# et pour les enfants ?



## tucxtuc (26 Juillet 2010)

bonjour,

pour cet été, je cherche une app sympa pour ma fille de 5 ans.
avez-vous des idées ?

merci d'avance !


----------



## Pédrolinno (26 Juillet 2010)

GTA !!! 
Non je plaisante ! La fille d'un ami qui a également 5 ans joue beaucoup à ANGRY BIRDS, c'est un jeu pas trop cher qui passionne toute la famille 
Piste d'or est également pas mal et surtout gratuit.
Bon jeu


----------



## tucxtuc (26 Juillet 2010)

ah oui, gta, je n'y avait pas pensé. ou pourquoi un truc genre strip poker. :rateau:

angry birds j'ai déjà et elle n'a pas été emballée (moi, en revanche... ).
elle est plutôt branchée dessins, bricolages et coloriages.
je pensais à une appli du genre le site poisson rouge.

d'autres idées ?
merci !


----------



## Gwen (26 Juillet 2010)

Dans les jeux, as-tu testé Dizy Bee.

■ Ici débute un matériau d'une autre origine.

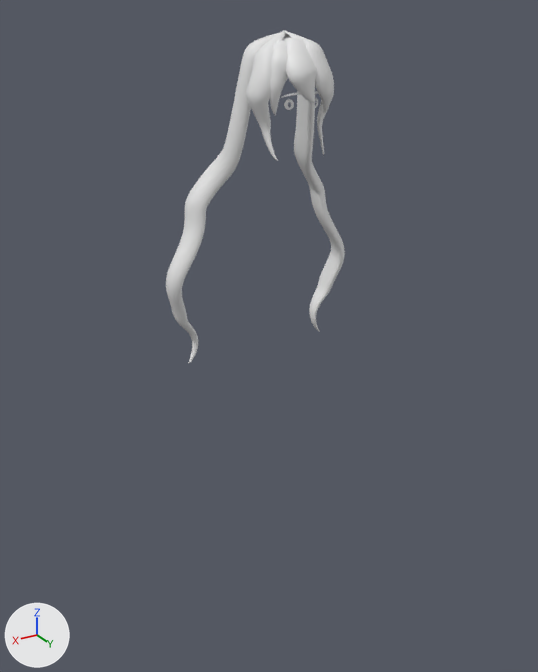
The Blender file character_anatomy/kaila4.2.blend as it was, and as the next commit left it.
The view is the same before and after, from a 50 mm lens placed at (0.978, 1.557, 1.692), pointed at (0.004, -0.068, 0.88). The axes (+X, +Y, +Z) are drawn at lower left. The lights are the same throughout.

The older version as bpy lines, for what is in view:
```python
ob_hairpath_r = bpy.data.objects.new('HairPath_r', cu_béziercurve_006)
ob_hairpath_r.location = (0.0, 0.0, 0.0)
ob_hairpath_s = bpy.data.objects.new('HairPath_s', cu_béziercurve_005)
ob_hairpath_s.location = (0.0, 0.0, 0.0)
ob_hairpath_s2 = bpy.data.objects.new('HairPath_s2', cu_béziercurve_007)
ob_hairpath_s2.location = (0.0, 0.0, 0.0)
ob_head = bpy.data.objects.new('Head', me_cube_004)
ob_head.location = (0.0, 0.0, 0.0)
# also in view: 'HairPath_l' at (0.039, 0.028, 1.562); 'HairPath_m' at (0.005, 0.052, 1.58)
```
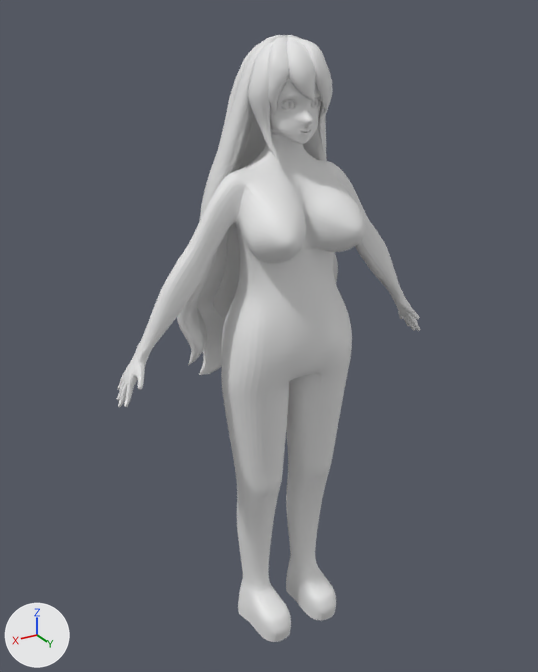
Edits to the bpy script that builds the scene:
```text
Add me_béziercurve_007:
    me_béziercurve_007.from_pydata(...)  # 225 vertices, 224 faces; spans x -0.25..0.002, y -0.204..0.013, z 0.809..1.652
    me_béziercurve_007.polygons.foreach_set('use_smooth', [True] * 224)
Add me_béziercurve_009:
    me_béziercurve_009.from_pydata(...)  # 225 vertices, 224 faces; spans x -0.097..0.108, y -0.272..-0.012, z 0.737..1.647
    me_béziercurve_009.polygons.foreach_set('use_smooth', [True] * 224)
Add me_béziercurve_008:
    me_béziercurve_008.from_pydata(...)  # 225 vertices, 224 faces; spans x -0.19..0.001, y -0.251..0.002, z 0.761..1.651
    me_béziercurve_008.polygons.foreach_set('use_smooth', [True] * 224)
Change ob_head:
    remove ob_head.hide_set(True)
Change ob_hairpath_r:
    remove _m = ob_hairpath_r.modifiers.new('Subdivision', 'SUBSURF')
Change ob_hairpath_s2:
    ob_hairpath_s2: bpy.data.objects.new('HairPath_s2', cu_béziercurve_007) -> bpy.data.objects.new('HairPath_s2', me_béziercurve_007)
    where _m = ob_hairpath_s2.modifiers.new('Mirror', 'MIRROR')
    remove _m.use_clip = True
    remove _m = ob_hairpath_s2.modifiers.new('Subdivision', 'SUBSURF')
Add ob_hairpath_back_center:
    ob_hairpath_back_center = bpy.data.objects.new('HairPath_back_center', me_béziercurve_009)
    ob_hairpath_back_center.location = (0.0, 0.0, 0.0)
Add ob_hairpath_back:
    ob_hairpath_back = bpy.data.objects.new('HairPath_back', me_béziercurve_008)
    ob_hairpath_back.location = (0.0, 0.0, 0.0)
    _m = ob_hairpath_back.modifiers.new('Mirror', 'MIRROR')
```

Boxes (x1, y1, x2, y2) around the edits, measured in the pictures (538 x 672 px):
'Head', shown: after (117, 77, 420, 642)
'HairPath_s2', reshaped, modifiers changed (10% narrower): before (166, 33, 345, 363); after (177, 35, 338, 365)
'HairPath_back', added: after (197, 35, 287, 375)
'HairPath_back_center', added: after (213, 113, 266, 321)
'HairPath_r', modifiers changed: before (284, 31, 334, 113); after (287, 37, 331, 113)

Perso, j'adore, et je pense qu'une enfant devrait également.

Doodle Grub est excellent également.


----------



## tucxtuc (26 Juillet 2010)

merci, je teste tout ça ce soir !


----------



## Justiice (26 Juillet 2010)

Talking Carl


----------



## Pooki (27 Juillet 2010)

Je t'ai trouvé ça sinon:
http://nipette.over-blog.com/article-applications-iphone-pour-les-enfants-42658654.html


----------



## Nathalex (27 Juillet 2010)

Y a aussi "mon premier jeu" qui est pas trop mal fait (même si elle est peu être un peu vieille) notamment pour sa variété.....


----------